Wherever the string "Snowflake" appears in the listing, copy that line.

**Given data**:
━━━━━━━━━━━━━━━━━━━━
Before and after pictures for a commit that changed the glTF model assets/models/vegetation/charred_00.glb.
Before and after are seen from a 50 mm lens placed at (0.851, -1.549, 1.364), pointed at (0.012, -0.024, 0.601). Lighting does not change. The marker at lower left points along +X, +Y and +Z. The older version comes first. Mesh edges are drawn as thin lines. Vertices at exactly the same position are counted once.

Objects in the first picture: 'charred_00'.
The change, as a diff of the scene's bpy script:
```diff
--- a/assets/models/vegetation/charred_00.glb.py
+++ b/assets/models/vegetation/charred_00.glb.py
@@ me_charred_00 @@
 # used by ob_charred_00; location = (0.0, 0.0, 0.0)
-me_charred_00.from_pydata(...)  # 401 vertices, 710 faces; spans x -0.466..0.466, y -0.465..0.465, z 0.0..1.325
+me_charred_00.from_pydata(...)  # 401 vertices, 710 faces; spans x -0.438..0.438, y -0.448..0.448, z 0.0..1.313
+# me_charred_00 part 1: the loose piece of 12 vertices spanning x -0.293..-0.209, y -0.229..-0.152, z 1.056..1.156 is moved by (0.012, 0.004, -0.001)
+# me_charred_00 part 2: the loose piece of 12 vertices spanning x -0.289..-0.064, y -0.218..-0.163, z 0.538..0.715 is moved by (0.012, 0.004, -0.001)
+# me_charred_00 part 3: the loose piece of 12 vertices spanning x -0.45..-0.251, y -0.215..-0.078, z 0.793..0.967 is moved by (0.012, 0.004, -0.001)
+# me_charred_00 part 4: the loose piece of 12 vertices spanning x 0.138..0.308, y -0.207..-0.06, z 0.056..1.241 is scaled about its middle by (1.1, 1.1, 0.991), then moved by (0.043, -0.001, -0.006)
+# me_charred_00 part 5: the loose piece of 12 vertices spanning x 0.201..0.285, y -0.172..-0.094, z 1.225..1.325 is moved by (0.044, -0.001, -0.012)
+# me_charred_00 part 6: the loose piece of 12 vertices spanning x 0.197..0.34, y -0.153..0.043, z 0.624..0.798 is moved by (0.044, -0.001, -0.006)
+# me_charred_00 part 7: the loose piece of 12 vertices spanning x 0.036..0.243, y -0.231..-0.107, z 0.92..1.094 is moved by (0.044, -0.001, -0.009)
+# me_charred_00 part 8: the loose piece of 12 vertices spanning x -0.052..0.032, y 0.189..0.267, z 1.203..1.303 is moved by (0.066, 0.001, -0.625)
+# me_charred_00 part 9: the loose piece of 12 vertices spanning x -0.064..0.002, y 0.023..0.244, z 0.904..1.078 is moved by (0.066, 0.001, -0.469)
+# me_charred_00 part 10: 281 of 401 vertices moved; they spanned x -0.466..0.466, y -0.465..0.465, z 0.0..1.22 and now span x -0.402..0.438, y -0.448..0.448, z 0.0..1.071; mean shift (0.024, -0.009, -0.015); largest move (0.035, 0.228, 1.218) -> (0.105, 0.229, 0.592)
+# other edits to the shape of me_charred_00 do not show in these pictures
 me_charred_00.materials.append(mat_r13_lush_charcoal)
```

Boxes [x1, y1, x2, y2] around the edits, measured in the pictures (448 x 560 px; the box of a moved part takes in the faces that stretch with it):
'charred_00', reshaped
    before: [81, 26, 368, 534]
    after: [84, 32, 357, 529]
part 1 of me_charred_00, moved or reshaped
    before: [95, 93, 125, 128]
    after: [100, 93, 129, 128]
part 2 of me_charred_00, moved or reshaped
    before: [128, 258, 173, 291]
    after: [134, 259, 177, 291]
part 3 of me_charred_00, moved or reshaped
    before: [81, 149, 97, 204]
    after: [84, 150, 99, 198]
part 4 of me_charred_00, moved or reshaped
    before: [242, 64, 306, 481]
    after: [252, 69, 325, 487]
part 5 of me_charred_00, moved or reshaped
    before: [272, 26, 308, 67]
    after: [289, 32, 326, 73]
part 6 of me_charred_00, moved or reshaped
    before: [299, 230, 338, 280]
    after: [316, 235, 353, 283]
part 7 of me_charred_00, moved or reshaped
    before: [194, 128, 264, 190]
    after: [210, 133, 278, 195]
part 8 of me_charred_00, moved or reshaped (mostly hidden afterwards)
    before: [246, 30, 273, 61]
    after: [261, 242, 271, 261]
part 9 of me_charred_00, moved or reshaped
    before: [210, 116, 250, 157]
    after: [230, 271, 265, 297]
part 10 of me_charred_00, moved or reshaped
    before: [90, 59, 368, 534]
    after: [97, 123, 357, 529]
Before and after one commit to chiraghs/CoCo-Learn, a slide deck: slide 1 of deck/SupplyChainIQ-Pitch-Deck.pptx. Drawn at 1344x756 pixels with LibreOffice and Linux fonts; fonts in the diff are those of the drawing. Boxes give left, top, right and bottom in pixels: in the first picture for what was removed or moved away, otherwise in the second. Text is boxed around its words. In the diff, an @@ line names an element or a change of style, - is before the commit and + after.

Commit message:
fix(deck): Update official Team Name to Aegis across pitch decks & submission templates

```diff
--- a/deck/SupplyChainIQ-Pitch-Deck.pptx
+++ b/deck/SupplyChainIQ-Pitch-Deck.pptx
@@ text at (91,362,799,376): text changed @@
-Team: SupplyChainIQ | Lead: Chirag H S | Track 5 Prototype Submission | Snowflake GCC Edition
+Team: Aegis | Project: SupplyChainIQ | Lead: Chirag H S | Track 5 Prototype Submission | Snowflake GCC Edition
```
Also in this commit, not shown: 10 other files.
━━━━━━━━━━━━━━━━━━━━
**Answer to the problem**:
-Team: SupplyChainIQ | Lead: Chirag H S | Track 5 Prototype Submission | Snowflake GCC Edition
+Team: Aegis | Project: SupplyChainIQ | Lead: Chirag H S | Track 5 Prototype Submission | Snowflake GCC Edition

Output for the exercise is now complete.